Data records
——————————

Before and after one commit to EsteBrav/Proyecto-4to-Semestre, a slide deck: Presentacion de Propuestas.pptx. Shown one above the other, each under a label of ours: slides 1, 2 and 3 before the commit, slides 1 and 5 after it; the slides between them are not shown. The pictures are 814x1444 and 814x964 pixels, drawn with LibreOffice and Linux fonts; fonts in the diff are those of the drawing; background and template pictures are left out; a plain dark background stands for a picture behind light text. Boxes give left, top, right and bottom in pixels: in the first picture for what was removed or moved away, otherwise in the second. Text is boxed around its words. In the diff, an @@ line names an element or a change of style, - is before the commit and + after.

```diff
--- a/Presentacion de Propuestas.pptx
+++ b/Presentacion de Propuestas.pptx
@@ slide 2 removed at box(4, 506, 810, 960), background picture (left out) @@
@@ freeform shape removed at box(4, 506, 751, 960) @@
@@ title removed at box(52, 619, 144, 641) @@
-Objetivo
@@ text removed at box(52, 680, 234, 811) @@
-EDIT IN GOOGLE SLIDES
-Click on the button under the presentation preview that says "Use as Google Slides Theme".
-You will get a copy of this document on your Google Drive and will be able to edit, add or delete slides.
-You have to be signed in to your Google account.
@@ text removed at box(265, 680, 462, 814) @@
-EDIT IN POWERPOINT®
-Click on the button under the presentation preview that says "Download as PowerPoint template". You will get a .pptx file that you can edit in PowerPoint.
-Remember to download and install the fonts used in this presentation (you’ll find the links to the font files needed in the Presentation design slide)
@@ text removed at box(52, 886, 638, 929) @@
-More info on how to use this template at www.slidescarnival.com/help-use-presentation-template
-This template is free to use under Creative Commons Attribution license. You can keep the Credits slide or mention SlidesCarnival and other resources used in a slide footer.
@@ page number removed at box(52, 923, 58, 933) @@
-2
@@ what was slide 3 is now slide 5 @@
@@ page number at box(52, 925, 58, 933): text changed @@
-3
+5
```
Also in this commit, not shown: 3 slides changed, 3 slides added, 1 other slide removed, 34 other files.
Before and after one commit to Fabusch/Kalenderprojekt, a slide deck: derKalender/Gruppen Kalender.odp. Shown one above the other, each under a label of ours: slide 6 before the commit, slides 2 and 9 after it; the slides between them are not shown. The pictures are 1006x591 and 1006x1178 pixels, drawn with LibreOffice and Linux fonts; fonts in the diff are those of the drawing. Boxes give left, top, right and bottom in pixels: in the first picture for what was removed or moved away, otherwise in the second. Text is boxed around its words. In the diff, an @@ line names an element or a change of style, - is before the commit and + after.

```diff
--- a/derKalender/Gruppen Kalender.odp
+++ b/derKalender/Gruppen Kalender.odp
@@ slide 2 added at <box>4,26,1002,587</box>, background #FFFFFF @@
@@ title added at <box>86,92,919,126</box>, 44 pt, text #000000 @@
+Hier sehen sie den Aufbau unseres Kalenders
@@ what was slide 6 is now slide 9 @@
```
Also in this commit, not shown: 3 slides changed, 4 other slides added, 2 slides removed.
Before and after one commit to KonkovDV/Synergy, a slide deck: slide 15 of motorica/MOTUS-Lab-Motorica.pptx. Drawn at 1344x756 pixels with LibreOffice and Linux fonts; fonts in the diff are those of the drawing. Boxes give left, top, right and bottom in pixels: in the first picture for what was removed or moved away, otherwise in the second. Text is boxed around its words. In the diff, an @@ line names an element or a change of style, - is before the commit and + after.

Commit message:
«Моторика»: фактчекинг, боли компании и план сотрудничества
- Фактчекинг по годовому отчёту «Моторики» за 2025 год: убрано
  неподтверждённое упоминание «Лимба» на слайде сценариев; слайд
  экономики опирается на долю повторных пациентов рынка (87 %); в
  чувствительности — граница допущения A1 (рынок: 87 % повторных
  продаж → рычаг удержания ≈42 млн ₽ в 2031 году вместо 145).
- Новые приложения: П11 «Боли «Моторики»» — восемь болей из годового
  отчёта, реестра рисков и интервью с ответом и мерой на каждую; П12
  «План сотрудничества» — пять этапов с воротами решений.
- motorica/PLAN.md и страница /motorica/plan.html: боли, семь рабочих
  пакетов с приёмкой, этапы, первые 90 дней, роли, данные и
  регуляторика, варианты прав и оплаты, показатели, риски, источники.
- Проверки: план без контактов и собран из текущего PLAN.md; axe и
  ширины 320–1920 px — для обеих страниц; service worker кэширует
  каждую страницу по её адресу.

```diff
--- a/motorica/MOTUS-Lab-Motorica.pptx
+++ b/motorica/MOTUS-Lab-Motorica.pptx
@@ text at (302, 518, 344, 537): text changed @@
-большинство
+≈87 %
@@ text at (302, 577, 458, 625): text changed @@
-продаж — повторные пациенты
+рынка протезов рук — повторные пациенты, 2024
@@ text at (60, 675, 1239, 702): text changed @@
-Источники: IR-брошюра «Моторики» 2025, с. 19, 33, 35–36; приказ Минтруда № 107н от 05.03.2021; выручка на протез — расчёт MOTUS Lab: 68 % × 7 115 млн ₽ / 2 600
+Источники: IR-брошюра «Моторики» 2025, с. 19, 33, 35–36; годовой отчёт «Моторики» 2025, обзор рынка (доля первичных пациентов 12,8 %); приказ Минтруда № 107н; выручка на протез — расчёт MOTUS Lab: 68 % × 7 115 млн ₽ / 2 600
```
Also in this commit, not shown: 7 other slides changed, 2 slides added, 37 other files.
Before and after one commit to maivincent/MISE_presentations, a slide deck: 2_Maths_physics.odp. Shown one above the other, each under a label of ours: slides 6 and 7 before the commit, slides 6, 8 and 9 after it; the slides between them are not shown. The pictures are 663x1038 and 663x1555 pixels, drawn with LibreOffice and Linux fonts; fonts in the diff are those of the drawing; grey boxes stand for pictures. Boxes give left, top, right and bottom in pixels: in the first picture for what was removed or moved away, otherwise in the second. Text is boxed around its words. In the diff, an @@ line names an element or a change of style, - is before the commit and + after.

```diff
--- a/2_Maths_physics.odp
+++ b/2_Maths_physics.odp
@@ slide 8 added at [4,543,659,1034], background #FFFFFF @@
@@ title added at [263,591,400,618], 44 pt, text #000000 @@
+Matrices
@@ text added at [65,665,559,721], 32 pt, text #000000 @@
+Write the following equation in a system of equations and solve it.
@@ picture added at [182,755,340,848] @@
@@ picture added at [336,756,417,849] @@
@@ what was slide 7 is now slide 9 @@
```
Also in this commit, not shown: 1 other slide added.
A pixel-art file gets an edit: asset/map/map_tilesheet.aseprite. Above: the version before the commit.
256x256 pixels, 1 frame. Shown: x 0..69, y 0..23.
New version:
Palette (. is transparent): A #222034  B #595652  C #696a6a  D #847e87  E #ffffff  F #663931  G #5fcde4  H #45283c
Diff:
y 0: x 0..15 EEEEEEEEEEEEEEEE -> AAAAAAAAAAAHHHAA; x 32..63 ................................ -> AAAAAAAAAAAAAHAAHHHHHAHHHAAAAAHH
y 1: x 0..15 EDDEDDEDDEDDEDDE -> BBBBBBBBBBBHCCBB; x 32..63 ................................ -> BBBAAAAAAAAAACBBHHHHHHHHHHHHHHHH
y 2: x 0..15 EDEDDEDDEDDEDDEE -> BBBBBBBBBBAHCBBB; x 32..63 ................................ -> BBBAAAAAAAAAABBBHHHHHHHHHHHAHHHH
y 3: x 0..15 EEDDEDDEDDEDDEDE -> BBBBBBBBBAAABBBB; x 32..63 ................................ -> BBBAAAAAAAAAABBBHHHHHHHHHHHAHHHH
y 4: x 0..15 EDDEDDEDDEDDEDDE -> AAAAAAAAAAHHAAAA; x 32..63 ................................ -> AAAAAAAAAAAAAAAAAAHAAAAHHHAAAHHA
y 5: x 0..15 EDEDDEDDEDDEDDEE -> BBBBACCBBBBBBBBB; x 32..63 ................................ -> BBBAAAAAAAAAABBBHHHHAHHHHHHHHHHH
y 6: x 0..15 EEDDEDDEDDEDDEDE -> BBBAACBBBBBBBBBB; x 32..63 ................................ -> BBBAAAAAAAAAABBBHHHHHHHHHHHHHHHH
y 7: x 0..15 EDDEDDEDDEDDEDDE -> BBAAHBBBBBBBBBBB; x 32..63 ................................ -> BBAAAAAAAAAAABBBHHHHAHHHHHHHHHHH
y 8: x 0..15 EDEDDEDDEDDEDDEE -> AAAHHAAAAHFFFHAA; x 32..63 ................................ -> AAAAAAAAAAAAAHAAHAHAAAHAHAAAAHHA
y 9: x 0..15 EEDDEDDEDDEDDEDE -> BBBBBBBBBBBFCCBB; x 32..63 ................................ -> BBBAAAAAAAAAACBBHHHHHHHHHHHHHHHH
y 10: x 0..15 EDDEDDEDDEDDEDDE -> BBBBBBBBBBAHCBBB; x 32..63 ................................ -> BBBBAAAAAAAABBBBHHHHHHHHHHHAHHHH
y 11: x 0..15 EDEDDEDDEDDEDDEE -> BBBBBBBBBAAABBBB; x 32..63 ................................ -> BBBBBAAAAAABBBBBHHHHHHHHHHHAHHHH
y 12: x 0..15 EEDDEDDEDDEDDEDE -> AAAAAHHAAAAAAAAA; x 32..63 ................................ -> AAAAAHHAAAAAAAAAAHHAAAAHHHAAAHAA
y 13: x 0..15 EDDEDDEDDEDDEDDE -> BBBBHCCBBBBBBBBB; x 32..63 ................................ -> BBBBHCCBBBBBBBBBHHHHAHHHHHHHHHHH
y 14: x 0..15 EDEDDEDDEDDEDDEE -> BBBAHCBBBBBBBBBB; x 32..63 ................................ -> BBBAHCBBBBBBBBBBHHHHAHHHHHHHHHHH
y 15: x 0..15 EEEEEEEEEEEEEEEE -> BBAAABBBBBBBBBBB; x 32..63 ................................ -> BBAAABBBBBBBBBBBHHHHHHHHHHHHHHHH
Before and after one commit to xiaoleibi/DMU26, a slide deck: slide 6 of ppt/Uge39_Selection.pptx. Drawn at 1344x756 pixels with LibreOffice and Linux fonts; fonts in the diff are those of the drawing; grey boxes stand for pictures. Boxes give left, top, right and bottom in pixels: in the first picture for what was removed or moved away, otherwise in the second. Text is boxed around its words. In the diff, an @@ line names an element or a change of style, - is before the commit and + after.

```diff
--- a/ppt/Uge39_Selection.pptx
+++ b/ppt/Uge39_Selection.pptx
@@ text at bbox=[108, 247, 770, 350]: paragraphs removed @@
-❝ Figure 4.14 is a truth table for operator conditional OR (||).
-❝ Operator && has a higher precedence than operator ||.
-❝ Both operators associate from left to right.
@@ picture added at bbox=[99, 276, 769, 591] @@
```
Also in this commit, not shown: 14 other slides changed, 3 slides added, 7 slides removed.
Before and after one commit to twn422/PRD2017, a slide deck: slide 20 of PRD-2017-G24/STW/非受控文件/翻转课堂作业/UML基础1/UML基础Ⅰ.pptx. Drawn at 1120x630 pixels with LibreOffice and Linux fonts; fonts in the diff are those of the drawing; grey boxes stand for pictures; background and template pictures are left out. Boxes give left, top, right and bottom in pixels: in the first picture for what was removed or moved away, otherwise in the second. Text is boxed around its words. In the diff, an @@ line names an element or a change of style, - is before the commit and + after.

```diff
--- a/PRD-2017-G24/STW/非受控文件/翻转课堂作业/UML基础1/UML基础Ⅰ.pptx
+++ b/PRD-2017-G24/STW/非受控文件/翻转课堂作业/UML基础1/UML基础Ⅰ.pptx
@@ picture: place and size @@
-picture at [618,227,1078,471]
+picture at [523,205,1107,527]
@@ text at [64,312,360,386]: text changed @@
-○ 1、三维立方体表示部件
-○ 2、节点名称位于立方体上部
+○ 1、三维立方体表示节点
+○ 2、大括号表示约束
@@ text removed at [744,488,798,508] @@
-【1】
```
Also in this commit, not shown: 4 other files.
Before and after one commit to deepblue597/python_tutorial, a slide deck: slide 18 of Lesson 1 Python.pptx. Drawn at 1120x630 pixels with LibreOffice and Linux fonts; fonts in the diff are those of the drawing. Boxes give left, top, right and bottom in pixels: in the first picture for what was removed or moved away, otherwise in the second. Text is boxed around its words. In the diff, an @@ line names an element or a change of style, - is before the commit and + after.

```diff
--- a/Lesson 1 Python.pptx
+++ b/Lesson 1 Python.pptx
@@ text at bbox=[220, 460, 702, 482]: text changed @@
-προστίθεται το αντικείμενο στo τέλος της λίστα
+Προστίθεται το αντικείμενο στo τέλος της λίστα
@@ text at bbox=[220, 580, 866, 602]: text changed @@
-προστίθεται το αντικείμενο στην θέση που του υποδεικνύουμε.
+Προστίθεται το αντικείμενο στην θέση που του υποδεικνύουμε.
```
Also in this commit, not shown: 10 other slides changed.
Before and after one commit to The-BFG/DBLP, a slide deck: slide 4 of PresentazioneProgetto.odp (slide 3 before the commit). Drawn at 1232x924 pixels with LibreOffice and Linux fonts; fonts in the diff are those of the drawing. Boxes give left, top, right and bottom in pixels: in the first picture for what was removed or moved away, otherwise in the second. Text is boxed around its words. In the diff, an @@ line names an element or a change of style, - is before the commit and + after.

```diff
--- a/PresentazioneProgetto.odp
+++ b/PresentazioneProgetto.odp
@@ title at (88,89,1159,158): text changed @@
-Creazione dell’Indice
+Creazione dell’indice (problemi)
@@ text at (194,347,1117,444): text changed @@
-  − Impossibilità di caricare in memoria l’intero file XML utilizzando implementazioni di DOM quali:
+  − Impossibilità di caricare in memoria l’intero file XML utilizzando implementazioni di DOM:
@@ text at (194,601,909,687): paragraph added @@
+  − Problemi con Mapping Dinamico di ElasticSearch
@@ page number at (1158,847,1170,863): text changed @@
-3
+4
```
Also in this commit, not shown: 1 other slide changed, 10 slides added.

——————————

> Exercise details
If a line in the records above includes the string "will", copy it.

> Exercise answer
-You will get a copy of this document on your Google Drive and will be able to edit, add or delete slides.
-Click on the button under the presentation preview that says "Download as PowerPoint template". You will get a .pptx file that you can edit in PowerPoint.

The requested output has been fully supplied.